No, NBC didn't call to offer me a sitcom and no, I haven't been offered a book deal...yet.
Last Sunday, I had the privilege of meeting in person, face to face, one of my long time blog readers aka fan, Adrienne. In her husband's words, "You are a celebrity in our household!" Me? A celebrity?!? Ok, ok if you insist. ;) Many days I wonder if anyone is even reading this blog but now I know. Adrienne is!! (And Trisha and Heather too, I know this because they send me harassing emails if I go too long without posting. Feel free to let me know if you're also reading, I live for comments.)
So I did what any high profile blogger would do, put on some lip gloss and insisted on having our picture taken.

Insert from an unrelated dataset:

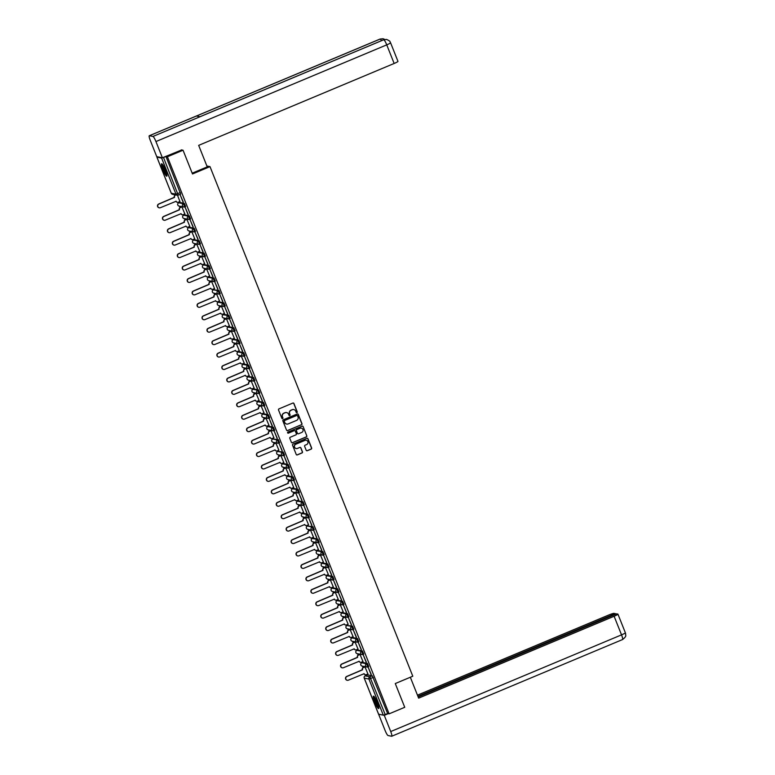 <?xml version="1.0" encoding="UTF-8"?>
<svg xmlns="http://www.w3.org/2000/svg" width="775" height="775" viewBox="0 0 775 775"><rect width="100%" height="100%" fill="white"/><g stroke="black" fill="none" stroke-linecap="round" stroke-linejoin="round"><path stroke-width="1.16" d="M296.922 412.61A0.591 0.581 101.2 0 0 297.242 411.835L293.938 403.523A0.843 0.833 101.2 0 0 292.853 403.068L278.99 408.88A0.843 0.833 101.2 0 0 278.525 409.985L281.838 418.297A0.591 0.581 101.2 0 0 282.594 418.616A0.591 0.581 101.2 0 0 282.914 417.841L282.488 416.766A2.712 2.654 101.2 0 1 283.95 413.23L285.113 412.746A2.712 2.654 101.2 0 1 288.571 414.218L288.998 415.293A0.591 0.581 101.2 0 0 289.763 415.613A0.591 0.581 101.2 0 0 290.082 414.838L289.656 413.763A2.712 2.654 101.2 0 1 291.119 410.227L292.282 409.743A2.712 2.654 101.2 0 1 295.74 411.215L296.166 412.29A0.591 0.581 101.2 0 0 296.922 412.61M296.505 412.62A0.591 0.581 101.2 0 0 297.077 411.806L293.773 403.494A0.843 0.833 101.2 0 0 293.25 403M282.177 418.626A0.591 0.581 101.2 0 0 282.749 417.812L282.488 416.766M289.346 415.623A0.591 0.581 101.2 0 0 289.918 414.809L289.656 413.763M367.825 666.887L368.668 666.539L367.36 663.361L362.613 662.451M362.874 654.449L363.717 654.11L362.419 650.923L357.662 650.022M352.78 637.563L351.879 637.932L356.607 638.852L357.876 642.039A1.724 1.695 -78.8 0 1 355.667 641.109A1.724 1.695 -78.8 0 1 356.607 638.852L357.469 638.493L352.78 637.563L351.908 637.922A1.724 1.695 101.2 0 0 350.978 640.179A1.724 1.695 -78.8 0 0 352.208 641.216L356.907 642.136A1.724 1.724 0 0 0 357.905 642.039L358.767 641.681L357.469 638.493M347.83 625.134L346.929 625.493L351.656 626.423L352.925 629.61A1.724 1.695 -78.8 0 1 350.726 628.67A1.724 1.695 -78.8 0 1 351.656 626.423L352.518 626.055L346.968 625.493A1.724 1.695 101.2 0 0 346.028 627.74A1.724 1.695 -78.8 0 0 347.268 628.777L351.957 629.707A1.724 1.724 0 0 0 352.954 629.61L353.826 629.242L352.518 626.055M348.033 617.152L348.876 616.813L347.578 613.626L342.821 612.725M337.929 600.267L337.038 600.635L341.765 601.555L343.034 604.742A1.724 1.695 -78.8 0 1 340.826 603.812A1.724 1.695 -78.8 0 1 341.765 601.555L342.627 601.197L337.929 600.267L337.067 600.625A1.724 1.695 101.2 0 0 336.137 602.882A1.724 1.695 -78.8 0 0 337.367 603.919L342.066 604.839A1.724 1.724 0 0 0 343.063 604.742L343.926 604.384L342.627 601.197M338.142 592.284L338.975 591.945L337.677 588.758L332.93 587.857M333.192 579.855L334.035 579.516L332.727 576.329L327.98 575.428M328.242 567.426L329.084 567.077L327.786 563.9L323.03 562.989M318.147 550.531L317.246 550.899L321.974 551.829L323.243 555.016A1.724 1.695 -78.8 0 1 321.034 554.077A1.724 1.695 -78.8 0 1 321.974 551.829L322.836 551.461L318.147 550.531L317.275 550.899A1.724 1.695 101.2 0 0 316.345 553.147A1.724 1.695 -78.8 0 0 317.576 554.183L322.274 555.113A1.724 1.724 0 0 0 323.272 555.007L324.134 554.648L322.836 551.461M318.351 542.558L319.193 542.219L317.886 539.032L313.139 538.131M308.247 525.673L307.355 526.031L312.073 526.961L313.342 530.148A1.724 1.695 -78.8 0 1 311.143 529.209A1.724 1.695 -78.8 0 1 312.073 526.961L312.945 526.593L307.384 526.031A1.724 1.695 101.2 0 0 306.445 528.279A1.724 1.695 -78.8 0 0 307.685 529.315L312.373 530.245A1.724 1.724 0 0 0 313.381 530.148L314.243 529.78L312.945 526.593M303.267 513.244L302.405 513.602L307.132 514.523L308.431 517.71L309.293 517.351L307.995 514.164L303.238 513.263M303.509 505.261L304.343 504.922L303.044 501.735L298.298 500.824M298.559 492.823L299.402 492.483L298.094 489.296L293.347 488.395M293.609 480.393L294.452 480.054L293.153 476.867L288.397 475.966M288.668 467.964L289.501 467.616L288.203 464.438L283.456 463.528M278.564 451.069L277.663 451.438L282.391 452.368L283.66 455.555A1.724 1.695 -78.8 0 1 281.461 454.615A1.724 1.695 -78.8 0 1 282.391 452.368L283.253 451.999L277.702 451.438A1.724 1.695 101.2 0 0 276.762 453.685A1.724 1.695 -78.8 0 0 278.002 454.722L282.691 455.652A1.724 1.724 0 0 0 283.689 455.545L284.561 455.187L283.253 451.999M273.614 438.64L272.722 439.008L277.44 439.929L278.709 443.116A1.724 1.695 -78.8 0 1 276.51 442.186A1.724 1.695 -78.8 0 1 277.44 439.929L278.312 439.57L272.752 438.999A1.724 1.695 101.2 0 0 271.812 441.256A1.724 1.695 -78.8 0 0 273.052 442.293L277.741 443.213A1.724 1.724 0 0 0 278.748 443.116L279.61 442.757L278.312 439.57M273.827 430.658L274.66 430.319L273.362 427.141L268.605 426.231M268.877 418.229L269.71 417.89L268.412 414.702L263.665 413.802M263.926 405.8L264.769 405.461L263.461 402.273L258.714 401.363M258.976 393.361L259.819 393.022L258.521 389.835L253.764 388.934M254.035 380.932L254.868 380.593L253.57 377.406L248.823 376.505M243.931 364.047L243.03 364.405L247.758 365.335L249.027 368.522A1.724 1.695 -78.8 0 1 246.828 367.582A1.724 1.695 -78.8 0 1 247.758 365.335L248.62 364.977L243.931 364.047L243.069 364.405A1.724 1.695 101.2 0 0 242.129 366.662A1.724 1.695 -78.8 0 0 243.369 367.689L248.058 368.619A1.724 1.724 0 0 0 249.056 368.522L249.928 368.154L248.62 364.977M238.952 351.618L238.09 351.976L242.807 352.906L244.115 356.083L244.977 355.725L243.679 352.538L238.923 351.637M239.194 343.635L240.027 343.296L238.729 340.109L233.972 339.208M234.244 331.196L235.077 330.857L233.779 327.68L229.032 326.769M229.293 318.767L230.136 318.428L228.828 315.241L224.082 314.34M224.343 306.338L225.186 305.999L223.888 302.812L219.131 301.901M214.239 289.453L213.348 289.811L218.075 290.741L219.344 293.928A1.724 1.695 -78.8 0 1 217.136 292.989A1.724 1.695 -78.8 0 1 218.075 290.741L218.938 290.373L213.377 289.811A1.724 1.695 101.2 0 0 212.447 292.059A1.724 1.695 -78.8 0 0 213.677 293.095L218.376 294.025A1.724 1.724 0 0 0 219.373 293.928L220.236 293.56L218.938 290.373M209.26 277.014L208.398 277.382L213.125 278.302L214.423 281.49L215.295 281.131L213.987 277.944L209.24 277.043M209.502 269.041L210.345 268.692L209.047 265.515L204.29 264.604M199.369 252.156L198.507 252.514L203.234 253.444L204.532 256.622L205.394 256.263L204.096 253.076L199.34 252.175M199.611 244.173L200.444 243.834L199.146 240.647L194.399 239.746M194.661 231.735L195.503 231.396L194.196 228.218L189.449 227.307M189.71 219.306L190.553 218.967L189.255 215.779L184.498 214.878M179.606 202.42L178.715 202.788L183.443 203.709L184.712 206.896A1.724 1.695 -78.8 0 1 182.503 205.966A1.724 1.695 -78.8 0 1 183.443 203.709L184.305 203.35L179.606 202.42L178.744 202.779A1.724 1.695 101.2 0 0 177.814 205.036A1.724 1.695 -78.8 0 0 179.044 206.072L183.743 206.993A1.724 1.724 0 0 0 184.741 206.896L185.603 206.537L184.305 203.35M165.482 170.229A6.733 1.104 -112.7 0 0 161.588 163.767A6.733 1.104 -112.7 0 0 162.895 169.715A6.733 1.104 -112.7 0 0 166.79 176.177A6.733 1.104 -112.7 0 0 165.482 170.229M377.338 702.605A6.733 1.104 -112.7 0 0 373.443 696.144A6.733 1.104 -112.7 0 0 374.751 702.092A6.733 1.104 -112.7 0 0 378.646 708.553A6.733 1.104 -112.7 0 0 377.338 702.605M306.202 450.275A0.843 0.833 101.2 0 0 307.287 450.73L311.182 449.103A0.843 0.833 101.2 0 0 311.637 447.998L307.966 438.766A0.843 0.833 101.2 0 0 306.881 438.311L293.008 444.114A0.843 0.833 101.2 0 0 292.553 445.218L296.224 454.45A0.843 0.833 101.2 0 0 297.309 454.915L302.008 452.939A0.843 0.833 101.2 0 0 302.463 451.835L300.894 447.892A0.843 0.833 101.2 0 0 299.809 447.427L297.484 448.405A2.267 2.218 101.2 0 1 294.432 446.536A2.267 2.218 101.2 0 1 295.817 444.22L304.943 440.394A2.267 2.218 101.2 0 1 307.995 442.263A2.267 2.218 101.2 0 1 306.609 444.579L305.088 445.218A0.843 0.833 101.2 0 0 304.633 446.323L306.202 450.275M181.263 149.866L183.045 150.214L192.5 173.968L210.006 166.635L412.794 676.217L395.279 683.55L404.734 707.294L389.108 713.843L167.419 156.763L165.957 156.472L163.525 157.49L178.192 195.126A1.724 1.695 101.2 0 1 177.223 195.222A1.724 1.724 0 0 0 178.221 195.116L180.662 194.099L178.25 195.097M183.045 150.214L167.419 156.763M301.494 424.778A0.843 0.833 101.2 0 0 301.959 423.663L298.278 414.441A0.843 0.833 101.2 0 0 297.203 413.976L283.33 419.788A0.843 0.833 101.2 0 0 282.865 420.893L286.547 430.125A0.843 0.833 101.2 0 0 287.622 430.58L301.33 424.739A0.843 0.833 101.2 0 0 301.785 423.634L298.113 414.402A0.843 0.833 101.2 0 0 297.59 413.918M303.122 426.599L306.793 435.831A0.843 0.833 101.2 0 1 306.338 436.935L292.466 442.748A0.843 0.833 101.2 0 1 291.381 442.293L289.811 438.34A0.843 0.833 101.2 0 1 290.267 437.236L295.895 434.872A0.843 0.833 101.2 0 0 296.36 433.767L295.314 431.152A0.843 0.833 101.2 0 0 294.229 430.687L288.377 433.147A0.591 0.581 101.2 0 1 287.573 432.653A0.591 0.581 101.2 0 1 287.942 432.053L302.037 426.143A0.843 0.833 101.2 0 1 303.122 426.599L306.793 435.831M367.563 674.889L372.31 675.79L369.878 676.808L385.214 714.569L383.305 715.16L378.597 714.182M177.911 202.304L178.221 203.098M179.432 206.15L180.013 207.603M182.852 214.743L183.171 215.528M184.382 218.579L184.963 220.032M187.802 227.172L188.122 227.966M189.333 231.008L189.914 232.471M192.752 239.601L193.062 240.395M194.283 243.447L194.854 244.9M197.703 252.04L198.013 252.824M199.223 255.876L199.805 257.329M202.643 264.469L202.963 265.263M204.174 268.305L204.755 269.768M207.593 276.907L207.903 277.692M209.124 280.744L209.705 282.197M212.544 289.337L212.854 290.121M214.065 293.173L214.646 294.636M217.484 301.766L217.804 302.56M219.015 305.612L219.596 307.065M222.435 314.204L222.754 314.989M223.965 318.041L224.547 319.494M227.385 326.633L227.695 327.428M228.916 330.47L229.487 331.933M232.335 339.062L232.645 339.857M233.856 342.908L234.438 344.362M237.276 351.501L237.596 352.286M238.807 355.338L239.388 356.791M242.226 363.93L242.536 364.725M243.757 367.767L244.338 369.229M247.177 376.369L247.487 377.154M248.698 380.205L249.279 381.658M252.117 388.798L252.437 389.583M253.648 392.634L254.229 394.097M257.067 401.227L257.387 402.022M258.598 405.063L259.179 406.526M262.018 413.666L262.328 414.451M263.548 417.502L264.12 418.955M266.968 426.095L267.278 426.889M268.489 429.931L269.07 431.394M271.909 438.524L272.228 439.318M273.439 442.37L274.021 443.823M276.859 450.963L277.169 451.748M278.39 454.799L278.971 456.252M281.809 463.392L282.119 464.186M283.33 467.228L283.912 468.691M286.75 475.831L287.07 476.615M288.281 479.667L288.862 481.12M291.7 488.26L292.02 489.044M293.231 492.096L293.812 493.559M296.651 500.689L296.961 501.483M298.181 504.525L298.753 505.988M301.601 513.127L301.911 513.912M303.122 516.964L303.703 518.417M306.542 525.557L306.861 526.351M308.072 529.393L308.653 530.856M311.492 537.986L311.802 538.78M313.022 541.832L313.604 543.285M316.442 550.424L316.752 551.209M317.963 554.261L318.544 555.714M321.383 562.853L321.702 563.648M322.913 566.69L323.495 568.153M326.333 575.292L326.653 576.077M327.864 579.128L328.445 580.582M331.283 587.721L331.593 588.506M332.814 591.558L333.386 593.02M336.234 600.15L336.544 600.945M337.755 603.987L338.336 605.449M341.174 612.589L341.494 613.374M342.705 616.425L343.286 617.878M346.125 625.018L346.444 625.812M347.655 628.854L348.237 630.317M351.075 637.447L351.385 638.242M352.596 641.293L353.177 642.746M356.016 649.886L356.335 650.671M357.546 653.722L358.127 655.175M360.966 662.315L361.286 663.109M362.497 666.151L363.078 667.614M365.916 674.754L366.197 675.451M389.108 713.843L387.645 713.552L385.214 714.569M157.393 156.782L156.928 157.16L161.617 158.081L163.525 157.49M179.916 201.529L177.504 195.252M183.084 202.149L180.226 194.98L183.278 202.072M188.025 214.588L185.177 207.409L188.218 214.501M184.867 213.958L181.873 206.809M192.975 227.017L190.117 219.848L193.169 226.93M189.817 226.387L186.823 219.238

Hey PP, the nursing home called Grandma wants her shirt back.
I hope my "blouse" looked better in person because it seriously looks like I highjacked the nursing home.
I have to admit it was a little nerve wracking, meeting and talking to someone who reads the blog and probably has a preconceived notion of who I, the Prairie Princess, am. I mean I keep it real here on Hillbilly Hilarity and what you read is who I am, at the least the part I want you to know. But what if she found me boring or blase? What if I didn't live up to who she thought I was from reading the blog? Oh the stress. Then you throw in the fact that she knew so much more about me than I knew about her. It was all a little strange. But Adrienne was so sweet and by the end of our time together we were real life friends. And now I want to go immediately to Kansas City where Adrienne lives and meet her for lunch at Mi Ranchitos. Have I mentioned I LOVE Mi Ranchitos? Oh the espinaca.....
It was great to meet you (in person) Adrienne and I'm not kidding about lunch. If you want to get take out and come here that works too. :)
Also, sorry I forgot my Sharpie so I couldn't autograph your forehead like you wanted. Oh what? That was a figment of my imagination? Huh. The fame must be going to my head. Next thing you know I'll be "borrowing" jewelry from upscale jewelry stores and appearing on the front cover of the National Enquirer. Maybe then I'll get my pink Carhartts!!